そういえば、自分はこうだった。何も楽しみがなかった小学校時代は本ばかり読んでいた。私が本を読まなくなったのは、それ以外の色々な楽しみを知ったからだ。本の楽しみを思い出せるのは嬉しいことだ。

今は積読していた吉田篤弘の「台所のラジオ」を少しずつ読んでいる。食べ物を美味しく描く天才が、ついに食べ物ばかり出てくる小説を書いた。短編集なのでちょっとした隙間の時間に読める。
吉田篤弘の小説を読んでいる時は、物語を追うという感覚ではない。文章を読むことで「その世界」の中に浸れる。中高の行き帰り、現実逃避のように電車の中で読みふけっていたな。現実のことを忘れたければ、吉田篤弘の本を開く。今も全く同じ状態になっている。

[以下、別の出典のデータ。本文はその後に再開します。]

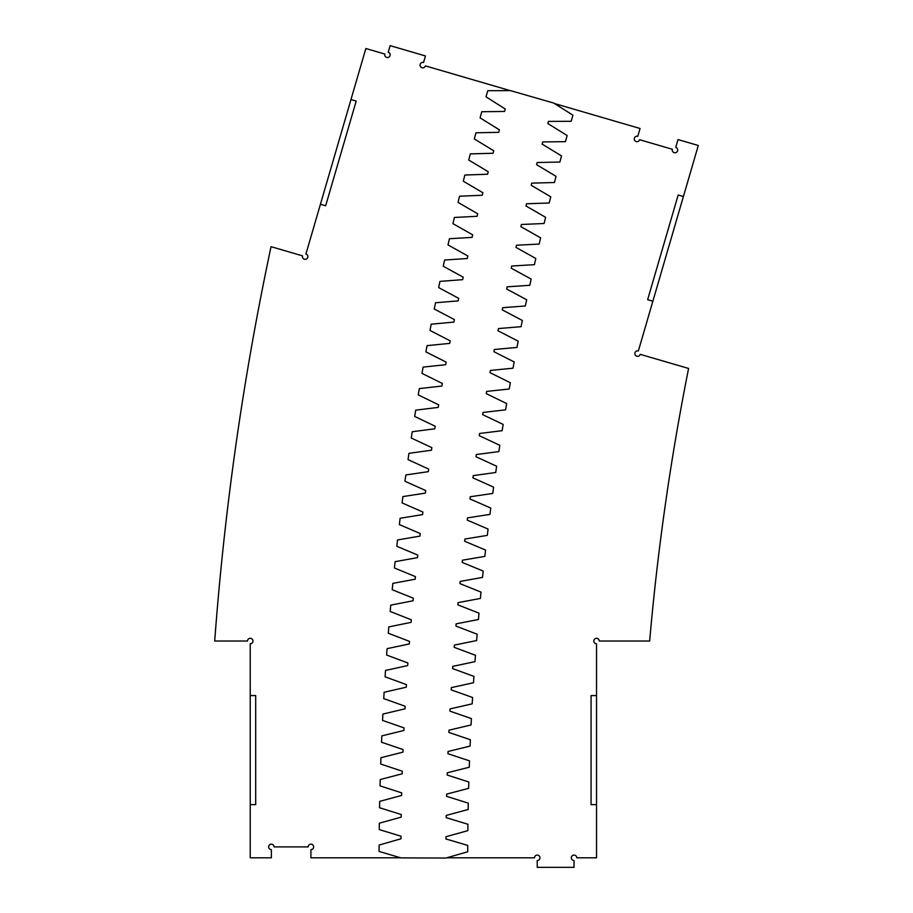 <?xml version="1.0" encoding="UTF-8"?>
<svg xmlns="http://www.w3.org/2000/svg" width="913" height="913" viewBox="0 0 913 913"><rect width="100%" height="100%" fill="white"/><g stroke="black" fill="none" stroke-linecap="round" stroke-linejoin="round"><path stroke-width="1.37" d="M445.864 858.049L400.875 857.878L379.089 851.43L379.112 845.061L400.967 838.785A2749.226 2749.226 0 0 1 400.99 836.205L379.237 829.586L379.306 823.218L401.195 817.124A2749.226 2749.226 0 0 1 401.252 814.533L379.557 807.743L379.682 801.386L401.617 795.451A2749.226 2749.226 0 0 1 401.686 792.861L380.048 785.899L380.219 779.542L402.222 773.79A2749.226 2749.226 0 0 1 402.302 771.2L380.71 764.067L380.938 757.71L402.964 752.129A2749.226 2749.226 0 0 1 403.078 749.539L381.543 742.246L381.817 735.889L403.888 730.468A2749.226 2749.226 0 0 1 404.025 727.889L382.547 720.414L382.878 714.069L405.007 708.83A2749.226 2749.226 0 0 1 405.144 706.251L383.734 698.605L384.111 692.259L406.262 687.192A2749.226 2749.226 0 0 1 406.433 684.613L385.081 676.807L385.503 670.45L407.7 665.566A2749.226 2749.226 0 0 1 407.894 662.986L386.61 655.009L387.078 648.664L409.309 643.95A2749.226 2749.226 0 0 1 409.526 641.383L388.299 633.234L388.824 626.889L411.112 622.358A2749.226 2749.226 0 0 1 411.329 619.779L390.171 611.47L390.741 605.136L413.064 600.777A2749.226 2749.226 0 0 1 413.304 598.198L392.202 589.718L392.83 583.384L415.164 579.207A2749.226 2749.226 0 0 1 415.449 576.628L394.416 567.989L395.089 561.666L417.458 557.649A2749.226 2749.226 0 0 1 417.755 555.081L396.801 546.271L397.52 539.948L419.923 536.125A2749.226 2749.226 0 0 1 420.242 533.557L399.346 524.576L400.122 518.264L422.548 514.612A2749.226 2749.226 0 0 1 422.89 512.045L402.074 502.903L402.895 496.592L425.355 493.111A2749.226 2749.226 0 0 1 425.709 490.555L404.961 481.254L405.84 474.954L428.334 471.656A2749.226 2749.226 0 0 1 428.699 469.088L408.031 459.627L408.956 453.327L431.484 450.212A2749.226 2749.226 0 0 1 431.86 447.655L411.261 438.023L412.242 431.735L434.771 428.79A2749.226 2749.226 0 0 1 435.193 426.234L414.673 416.442L415.689 410.165L438.251 407.392A2749.226 2749.226 0 0 1 438.685 404.847L418.245 394.895L419.318 388.618L441.892 386.028A2749.226 2749.226 0 0 1 442.36 383.483L421.989 373.371L423.118 367.106L445.704 364.698A2749.226 2749.226 0 0 1 446.195 362.153L425.903 351.882L427.079 345.628L449.687 343.391A2749.226 2749.226 0 0 1 450.189 340.857L429.989 330.426L431.21 324.172L453.852 322.118A2749.226 2749.226 0 0 1 454.366 319.584L434.246 308.993L435.512 302.762L458.155 300.879A2749.226 2749.226 0 0 1 458.703 298.357L438.662 287.606L439.986 281.375L462.64 279.675A2749.226 2749.226 0 0 1 463.199 277.153L443.25 266.242L444.62 260.034L467.296 258.505A2749.226 2749.226 0 0 1 467.878 255.994L448.009 244.924L449.424 238.727L472.112 237.38A2749.226 2749.226 0 0 1 472.717 234.869L452.939 223.639L454.4 217.454L477.1 216.29A2749.226 2749.226 0 0 1 477.716 213.779L458.029 202.401L459.547 196.227L482.258 195.245A2749.226 2749.226 0 0 1 482.886 192.734L463.29 181.196L464.854 175.034L487.576 174.235A2749.226 2749.226 0 0 1 488.227 171.724L468.723 160.037L470.332 153.886L493.066 153.258A2749.226 2749.226 0 0 1 493.728 150.759L474.315 138.924L475.97 132.784L498.715 132.339A2749.226 2749.226 0 0 1 499.4 129.84L480.078 117.857L481.779 111.728L504.524 111.454A2749.226 2749.226 0 0 1 505.231 108.978L486.001 96.824L487.759 90.718L510.481 90.627L553.723 103.055L572.93 115.186L571.173 121.303L548.473 121.395A2704.238 2704.238 0 0 0 547.857 123.552L567.144 135.535L565.432 141.663L542.733 141.926A2704.238 2704.238 0 0 0 542.139 144.083L561.518 155.918L559.863 162.058L537.164 162.503A2704.238 2704.238 0 0 0 536.582 164.671L556.063 176.346L554.442 182.497L531.754 183.125A2704.238 2704.238 0 0 0 531.195 185.293L550.756 196.809L549.192 202.983L526.504 203.782A2704.238 2704.238 0 0 0 525.956 205.961L545.62 217.328L544.102 223.502L521.414 224.484A2704.238 2704.238 0 0 0 520.889 226.664L540.633 237.871L539.172 244.068L516.496 245.232A2704.238 2704.238 0 0 0 515.982 247.412L535.817 258.47L534.402 264.667L511.737 266.014A2704.238 2704.238 0 0 0 511.246 268.194L531.161 279.093L529.802 285.301L507.137 286.83A2704.238 2704.238 0 0 0 506.669 289.022L526.675 299.761L525.352 305.981L502.709 307.681A2704.238 2704.238 0 0 0 502.253 309.872L522.35 320.452L521.072 326.694L498.452 328.566A2704.238 2704.238 0 0 0 498.007 330.768L518.185 341.188L516.963 347.431L494.344 349.485A2704.238 2704.238 0 0 0 493.922 351.688L514.179 361.947L513.003 368.201L490.407 370.438A2704.238 2704.238 0 0 0 490.007 372.641L510.344 382.741L509.214 389.006L486.64 391.415A2704.238 2704.238 0 0 0 486.252 393.629L506.669 403.569L505.597 409.846L483.034 412.425A2704.238 2704.238 0 0 0 482.669 414.639L503.154 424.419L502.139 430.696L479.599 433.47A2704.238 2704.238 0 0 0 479.245 435.684L499.81 445.304L498.84 451.593L476.324 454.537A2704.238 2704.238 0 0 0 475.993 456.751L496.638 466.212L495.713 472.5L473.219 475.627A2704.238 2704.238 0 0 0 472.9 477.841L493.613 487.143L492.746 493.442L470.275 496.74A2704.238 2704.238 0 0 0 469.978 498.955L490.772 508.085L489.939 514.396L467.502 517.876A2704.238 2704.238 0 0 0 467.228 520.102L488.078 529.061L487.302 535.383L464.9 539.035A2704.238 2704.238 0 0 0 464.637 541.261L485.568 550.06L484.837 556.382L462.457 560.205A2704.238 2704.238 0 0 0 462.206 562.442L483.205 571.07L482.532 577.404L460.186 581.41A2704.238 2704.238 0 0 0 459.958 583.635L481.025 592.103L480.398 598.437L458.075 602.626A2704.238 2704.238 0 0 0 457.87 604.851L478.994 613.159L478.423 619.493L456.135 623.853A2704.238 2704.238 0 0 0 455.941 626.078L477.145 634.215L476.62 640.561L454.366 645.092A2704.238 2704.238 0 0 0 454.195 647.328L475.456 655.294L474.977 661.64L452.768 666.353A2704.238 2704.238 0 0 0 452.608 668.59L473.927 676.385L473.505 682.741L451.33 687.626A2704.238 2704.238 0 0 0 451.182 689.863L472.569 697.486L472.192 703.843L450.063 708.899A2704.238 2704.238 0 0 0 449.938 711.136L471.382 718.599L471.051 724.956L448.956 730.195A2704.238 2704.238 0 0 0 448.854 732.431L470.355 739.724L470.081 746.081L448.032 751.49A2704.238 2704.238 0 0 0 447.941 753.727L469.499 760.849L469.271 767.217L447.256 772.797A2704.238 2704.238 0 0 0 447.187 775.034L468.803 781.985L468.631 788.353L446.662 794.105A2704.238 2704.238 0 0 0 446.617 796.341L468.278 803.132L468.152 809.489L446.24 815.412A2704.238 2704.238 0 0 0 446.195 817.66L467.924 824.268L467.844 830.636L445.978 836.73A2704.238 2704.238 0 0 0 445.955 838.967L467.73 845.415L467.707 851.783L445.864 858.049M400.636 857.809L310.911 857.809L310.911 849.626A2.728 2.728 0 0 0 313.638 846.899A2.728 2.728 0 0 0 310.911 844.171A2.728 2.728 0 0 0 308.183 846.899L274.094 846.899A2.728 2.728 0 0 0 271.366 844.171A2.728 2.728 0 0 0 268.639 846.899A2.728 2.728 0 0 0 271.366 849.626L271.366 857.809L250.242 857.809L250.242 643.756A2.728 2.728 0 0 0 252.969 641.029A2.728 2.728 0 0 0 250.242 638.301A2.728 2.728 0 0 0 247.514 641.029L214.703 641.029A2943.501 2943.501 0 0 1 271.047 246.67L302.534 255.857A2.728 2.728 0 0 0 304.394 259.235A2.728 2.728 0 0 0 307.772 257.386A2.728 2.728 0 0 0 305.923 253.997L320.429 204.261L325.656 205.79L356.196 101.081L350.969 99.563L320.429 204.261M596.531 804.638L596.531 695.569L591.076 695.569L591.076 804.638L596.531 804.638L596.531 857.809L576.765 857.809A2.728 2.728 0 0 0 574.037 855.082A2.728 2.728 0 0 0 571.31 857.809A2.728 2.728 0 0 0 574.037 860.537L574.037 867.35L537.232 867.35L537.232 860.537A2.728 2.728 0 0 0 539.948 857.809A2.728 2.728 0 0 0 537.232 855.082A2.728 2.728 0 0 0 534.504 857.809L446.731 857.809M250.242 695.569L255.697 695.569L255.697 804.638L250.242 804.638M510.23 90.627L425.401 65.884A2.728 2.728 0 0 1 422.023 67.733A2.728 2.728 0 0 1 420.174 64.355A2.728 2.728 0 0 1 423.552 62.506L425.458 55.955L390.125 45.65L388.208 52.189A2.728 2.728 0 0 1 390.068 55.579A2.728 2.728 0 0 1 386.69 57.428A2.728 2.728 0 0 1 384.829 54.05L365.851 48.515L350.969 99.563M596.531 695.569L596.531 643.756A2.728 2.728 0 0 1 593.804 641.029A2.728 2.728 0 0 1 596.531 638.301A2.728 2.728 0 0 1 599.259 641.029L649.657 641.029A2509.951 2509.951 0 0 1 688.596 368.453L640.218 354.347A2.728 2.728 0 0 1 636.829 356.196A2.728 2.728 0 0 1 634.98 352.817A2.728 2.728 0 0 1 638.358 350.957L652.863 301.222L647.637 299.704L678.176 194.994L683.403 196.523L652.863 301.222M554.476 103.534L640.047 128.493L637.765 136.345A2.728 2.728 0 0 0 634.375 138.194A2.728 2.728 0 0 0 636.235 141.572A2.728 2.728 0 0 0 639.614 139.723L672.333 149.264A2.728 2.728 0 0 0 674.193 152.642A2.728 2.728 0 0 0 677.572 150.793A2.728 2.728 0 0 0 675.723 147.415L678.005 139.563L698.297 145.475L683.403 196.523"/></g></svg>

ネッド・ローレムという現代の作曲家の曲と、でんぱ組の曲を交互に聴くというめちゃくちゃをやっている。ネッド・ローレムは弦楽四重奏が割と難しい印象だったが、ピアノ曲は美しい。でんぱ組は強い。

 

街行く人々の口元が見えないから、全員不機嫌そうに見える。多分実際にそうだろうし。
ドラッグストアで前の人たちが全員不機嫌そうなので、私は自分に出せる最大限の愛想と笑顔で買い物をした。店員さんも少し声が柔らかくなった気がして嬉しかった。
でもこうやって無理をすることで、自分をすり減らしている気もする。昨日の夜から今日の朝にかけて軽い鬱状態だった。最近、週の半ばに一度精神が折れている気がする。職場のことは大好きなので、これは世界のせい。
自分のことを過信しすぎないようにしなければと思う。自分は思っているより体力がないし、思っているより精神的に強くもない。
この一年ものすごくアクティブに生きていたようで、それは好きなものに囲まれていたからで、本来自分は内にこもりやすい性格であること(というか内にこもりながら行動しまくっていただけであること)。いつのまにか精神的に限界が来ること。せめて「いつのまにか」ではないようにしたい。